As Obama Praises ‘Earth Day,’ Unemployment Soars in Coal Towns

Brittany M. Hughes | April 22, 2016

On April 22, the day nationally recognized as “Earth Day,” President Obama took a moment to tout his presidential accomplishments in combating climate change and helping save the world from “some of the most devastating impacts of climate change, including more frequent and extreme droughts, storms, fires, and floods, as well as catastrophic increases in sea level.”

In a press release published on the White House’s website, Obama boasted:

We are committed to upholding our responsibility in the global effort to combat climate change and protect our planet, and my Administration has taken action to reduce our carbon pollution and lead the world in transitioning to a clean energy future. For example, we have made significant investments in clean energy -- since I took Office, the amount of electricity generated from wind energy has tripled, and the amount generated from solar energy has increased more than thirtyfold. Last year, I announced the first set of nationwide standards to end the limitless dumping of carbon pollution from our country's power plants. To prepare for the impacts of climate change that we cannot prevent, we are working with States and cities to help communities build climate-resilient infrastructure.  And I have protected more public lands and waters than any other President in history -- more than 265 million acres.

There were, however, a few statistics the president omitted from his remarks praising his own accomplishments.

For example, when president Obama first took office in January of 2008, West Virginia’s Boone County, historically one of the nation’s largest producers of coal, had an unemployment rate of just 4.2 percent, nearly a full point lower than the national average of 5 percent.

In February of 2016, seven years into Obama’s presidency, Boone County was struggling under an unemployment rate of 11.3 percent – more than double the national rate of 4.9 percent – directly due to the sharp decline in coal and coal industry-related jobs.

The same statistics are repeatedly almost universally across Central Appalachia and other coal-producing communities across the country. West Virginia alone has seen the loss of about 35 percent of its coal-mining jobs since 2011 – jobs that, when lost, have devastating effects on local communities and dozens of jobs in other industries.

In February of this year, the unemployment rate in Logan, W. Va., was a staggering 12.8 percent, almost three times the 4.6 percent it was when Obama first took office.

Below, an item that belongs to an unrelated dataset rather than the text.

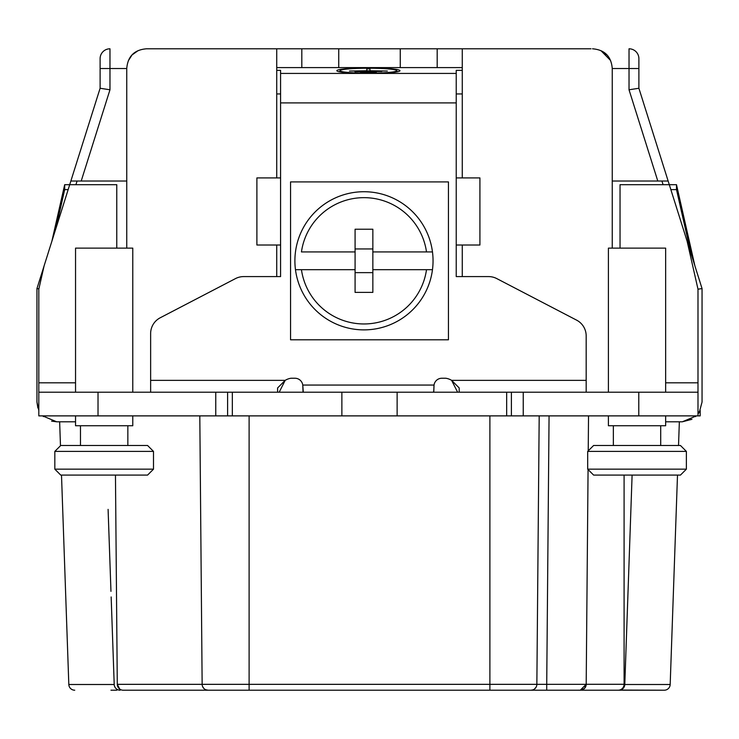 <?xml version="1.0" encoding="UTF-8"?>
<svg xmlns="http://www.w3.org/2000/svg" width="739" height="739" viewBox="0 0 739 739"><rect width="100%" height="100%" fill="white"/><g stroke="black" fill="none" stroke-linecap="round" stroke-linejoin="round"><path stroke-width="1.11" d="M439.723 48.792L591.006 48.792M439.123 48.792L276.737 48.792L276.737 177.914M146.738 48.792L276.737 48.792M299.637 48.792L295.535 48.792M443.511 48.792L512.977 48.792L443.511 48.792M295.489 48.792L226.023 48.792M299.471 48.792L301.817 48.792L301.817 67.6M116.771 248.128L116.771 184.685L69.706 184.685L36.95 288.561L38.89 288.866M51.878 241.228L64.69 184.685L69.706 184.685L100.107 88.264L100.107 58.658A9.866 9.866 -113 0 1 109.972 48.792L109.972 89.779L100.107 88.264M44.081 265.957L38.816 289.18L38.816 415.881L700.184 415.881L700.184 410.441M123.21 690.208L208.065 690.208A5.921 5.921 0 0 1 202.144 684.342L199.807 415.881M75.544 415.881L75.544 425.747L132.78 425.747L132.78 415.881L135.366 415.881M146.969 415.881L160.409 415.881M665.645 382.82L697.995 382.82L697.995 392.197L506.668 392.197L506.668 415.881M506.668 392.197L397.129 392.197L397.129 415.881M397.129 392.197L341.871 392.197L341.871 415.881M341.871 392.197L232.332 392.197L232.332 415.881M232.332 392.197L227.603 392.197L227.603 415.881M227.603 392.197L38.816 392.197M303.258 392.197L303.258 391.633L303.119 392.197M433.682 392.197L434.042 385.056A7.898 7.898 0 0 1 441.857 378.239L445.811 378.239A15.787 15.787 0 0 1 451.621 380.354L459.205 387.947L459.205 392.197M276.737 70.353L280.58 70.353L280.58 276.589L243.676 276.589A17.764 17.764 0 0 0 235.473 278.603L160.197 317.788A17.764 17.764 0 0 0 150.636 333.538L150.636 392.197M277.605 392.197L277.605 387.947L285.18 380.354L279.194 392.197M586.175 392.197L586.175 335.903A17.764 17.764 0 0 0 576.614 320.144L496.802 278.603A17.764 17.764 0 0 0 488.599 276.589L456.231 276.589L456.231 245.015L479.916 245.015L479.916 177.914L456.231 177.914L456.231 70.353L462.263 70.353M303.258 391.633L302.768 385.056A7.898 7.898 0 0 0 294.944 378.239L291 378.239A15.787 15.787 0 0 0 285.18 380.354L150.636 380.354M280.58 177.914L256.895 177.914L256.895 245.015L280.58 245.015M433.765 392.197L434.042 385.056L302.768 385.056L303.045 392.197M613.241 690.208L664.259 690.208A5.921 5.921 0 0 0 670.181 684.499A5.921 5.921 0 0 1 664.259 690.208L620.178 690.06M123.201 690.208A5.921 5.921 132.8 0 1 117.289 684.342L249.108 684.342L249.108 690.208L208.065 690.208L546.721 690.208L546.721 684.342L586.193 684.332A5.921 5.921 -70.9 0 1 580.272 690.208L586.193 684.305L584.567 688.36L580.595 690.198L546.721 690.208L618.866 690.208A5.921 5.921 0 0 0 624.788 684.499L670.181 684.499A5.921 5.921 0 0 1 664.259 690.208A5.921 5.921 0 0 0 670.181 684.499A5.921 5.921 0 0 1 664.259 690.208M110.961 690.208L116.882 690.208M554.509 690.208L558.074 690.208M199.964 690.208L207.253 690.208M628.039 591.348L627.771 599.163M621.499 689.589L622.718 688.785M623.734 687.667L624.464 686.235M679.353 421.803L678.522 445.488M677.497 475.085L670.181 684.499M632.104 475.085L624.788 684.499M586.193 684.286L624.095 684.286A5.921 5.921 0 0 1 618.173 690.208A5.921 5.921 0 0 0 624.095 684.286L624.095 475.085M586.193 684.332L588.068 469.542M588.226 450.864L588.53 415.881M539.193 415.881L536.856 684.342A5.921 5.921 0 0 1 530.935 690.208L532.801 689.903M534.565 688.96L536.181 687.03M208.065 690.208L205.765 689.736M203.872 688.462L202.606 686.577M115.46 475.085L117.289 684.342A5.921 5.921 0 0 0 120.254 689.422M118.822 690.06L120.134 690.208A5.921 5.921 0 0 1 114.212 684.499L111.155 596.946M116.282 688.785L115.589 688.092M115.266 687.667L114.536 686.226M74.741 690.208A5.921 5.921 0 0 1 68.819 684.499L61.503 475.085M110.203 569.686L108.171 511.6M110.961 591.348L108.097 509.374L110.961 591.348M691.935 419.299L682.319 421.803L696.406 415.881M697.995 411.937L699.408 411.937L702.05 402.062L699.408 411.937L697.995 414.052M638.893 68.524L629.028 68.524L629.028 48.792A9.866 9.866 104.5 0 1 638.893 58.658L638.893 88.264L702.05 288.561L702.05 402.062M695.214 266.871L702.05 288.561L695.214 266.871L702.05 288.561L695.214 266.871L702.05 288.561L695.214 266.871L702.05 288.561L695.214 266.871L702.05 288.561L695.214 266.871L702.05 288.561L695.214 266.871L702.05 288.561L695.214 266.871L702.05 288.561L695.214 266.871L702.05 288.561L695.214 266.871L702.05 288.561L695.214 266.871L702.05 288.561L695.214 266.871L702.05 288.561L697.995 289.189L687.122 241.228M694.919 265.957L676.499 184.685L620.039 184.685L620.039 248.128M697.995 382.82L697.995 289.18M697.995 392.197L697.995 415.881M137.888 50.769L134.369 52.949M131.727 55.425L128.503 60.395M37.855 407.956L36.95 402.062L38.816 410.441M42.594 415.881L56.681 421.803L51.573 421.128M36.95 402.062L36.95 288.561M612.252 248.128L612.252 68.524C611.255 56.367 604.678 49.79 592.512 48.792M462.263 48.792L462.263 177.914M462.263 245.015L462.263 276.589M276.737 245.015L276.737 276.589M126.748 248.128L126.748 68.524C127.745 56.367 134.322 49.79 146.488 48.792M43.204 415.881L43.342 416.602M75.544 421.803L56.681 421.803M60.478 445.746L59.647 421.803M70.861 181.018L126.748 181.018M138.027 50.695L132.383 54.714M131.791 55.351L128.42 60.589M364.586 73.429A31.574 2.753 180 0 1 336.827 70.695A31.574 2.753 180 0 1 368.401 67.942A31.574 2.753 180 0 1 399.984 70.695A31.574 2.753 180 0 1 372.216 73.429L280.58 73.429M462.263 67.6L276.737 67.6M456.231 93.945L462.263 93.945M276.737 93.945L280.58 93.945M456.231 245.015L456.231 177.914M397.896 71.674A31.574 2.753 0 0 0 396.825 71.461M339.986 71.461A31.574 2.753 0 0 0 338.905 71.674M339.986 71.895L339.986 70.695A28.424 2.476 180 0 1 368.401 68.219A28.424 2.476 180 0 1 396.825 70.695A28.424 2.476 180 0 1 368.401 73.17A28.424 2.476 180 0 1 339.986 70.695M396.825 71.895L396.825 70.695M369.98 68.838L369.98 70.759L387.347 71.036L349.455 71.036L366.821 70.759L366.821 68.838L369.98 68.838M354.988 71.729L381.823 71.452L354.988 71.452M360.512 72.413L376.299 72.136L360.512 72.136M366.821 70.805L369.98 70.805M601.01 50.714L610.497 60.395M638.893 88.264L629.028 89.779L629.028 68.524L612.252 68.524M612.252 181.018L668.139 181.018M695.796 415.881L695.658 416.602M682.319 421.803L665.645 421.803M601.112 50.769L606.617 54.714M55.841 228.647L64.69 189.618L68.145 189.618M64.69 184.685L64.69 189.618M676.499 184.685L676.499 189.618L690.947 253.366M670.855 189.618L676.499 189.618M586.175 380.354L451.621 380.354L457.607 392.197M511.397 415.881L511.397 392.197M587.69 469.163L593.611 475.085L680.453 475.085L686.374 469.163L686.374 451.4L587.69 451.4L593.611 445.488L680.453 445.488L686.374 451.4L686.374 469.163L587.69 469.163L587.69 451.4M54.825 469.163L54.825 451.4L60.746 445.488L147.578 445.488L153.5 451.4L54.825 451.4L54.825 469.163L60.746 475.085L147.578 475.085L153.5 469.163L54.825 469.163M608.409 392.197L608.409 248.128L665.645 248.128L665.645 392.197M608.409 415.881L608.409 425.747L665.645 425.747L665.645 415.881M613.352 445.488L613.352 425.747M660.712 445.488L660.712 425.747M448.444 181.905L290.556 181.905L290.556 339.792L448.444 339.792L448.444 181.905M372.853 251.925L372.853 269.689L432.472 269.689A69.078 69.078 0 0 0 432.472 251.925L372.853 251.925L372.853 229.229L355.089 229.229L355.089 251.925L301.447 251.925A63.157 63.157 0 0 1 426.505 251.925L432.472 251.925A69.078 69.078 0 0 0 363.976 191.724A69.078 69.078 0 0 1 432.472 251.925M295.471 251.925A69.078 69.078 0 0 1 363.976 191.724A69.078 69.078 0 0 0 295.471 269.689L301.447 269.689L295.471 269.689A69.078 69.078 0 0 0 363.976 329.88A69.078 69.078 0 0 1 295.471 269.689M432.472 269.689A69.078 69.078 0 0 1 363.976 329.88A69.078 69.078 0 0 0 432.472 269.689L426.505 269.689A63.157 63.157 0 0 1 301.447 269.689L355.089 269.689L355.089 251.925M355.089 269.689L355.089 292.385L372.853 292.385L372.853 269.689L426.505 269.689M372.853 248.96L355.089 248.96M355.089 272.645L372.853 272.645M75.544 392.197L75.544 248.128L132.78 248.128L132.78 392.197M80.477 445.488L80.477 425.747M127.847 445.488L127.847 425.747M153.5 469.163L153.5 451.4M38.816 382.82L75.544 382.82M249.108 415.881L249.108 684.342L546.721 684.342L549.068 415.881M215.76 415.881L215.76 392.197M98.019 392.197L98.019 415.881M456.231 102.915L280.58 102.915M433.978 386.054L433.978 385.555M536.856 684.342A5.921 5.921 0 0 1 530.935 690.208M489.892 690.208L489.892 415.881M68.819 684.499L114.203 684.499M437.183 67.6L437.183 48.792M400.261 48.792L400.261 67.6M338.739 48.792L338.739 67.6M75.914 184.685L77.068 181.018M81.207 181.018L109.972 89.779M126.748 68.524L100.107 68.524M372.216 73.429L456.231 73.429M629.028 89.779L657.793 181.018M661.932 181.018L663.086 184.685M433.544 392.197L433.544 391.633M302.833 386.054L302.833 385.555M638.782 415.881L638.782 392.197M523.24 392.197L523.24 415.881M117.289 684.342L119.746 689.09"/></g></svg>

In Wyoming County’s seat of Oceana, W. Va., the current unemployment rate hovers around 12 percent, up from 5.2 percent in January of 2008.

The unemployment rate in Pikeville, Ky., has shot up from 6.2 percent in January, 2008 to 12.6 percent last February. In the same time frame, the city of Harlan, Ky. saw its unemployment rate jump from an already-high rate of 9.7 percent to close to 14 percent in the first quarter of this year.

Prestonburg, Ky., currently sits at a 13.5 unemployment rate, up from its early 2008 rate of between 6 and 7 percent.

Although the tiny little coal mining towns across America seem to have been all but forgotten as they struggle under the direct effects of Obama’s new clean energy regulations,  the effects of the EPA’s onslaught against the coal industry still manages to make a few headlines. On April 13, Peabody Energy, the largest coal producer in the nation, announced they were filing for Chapter 11 bankruptcy amid plummeting profits and mounting debt.

The 140-year-old company’s decision came just three months after Arch Coal, the second-largest coal producer in the U.S., announced they would be filing for bankruptcy following the closer of many of the company’s coal mines in recent years. More than 50 coal companies have filed for bankruptcy in the last few years year, including Patriot Coal, Alpha Natural Resources and Walter Energy just last year alone.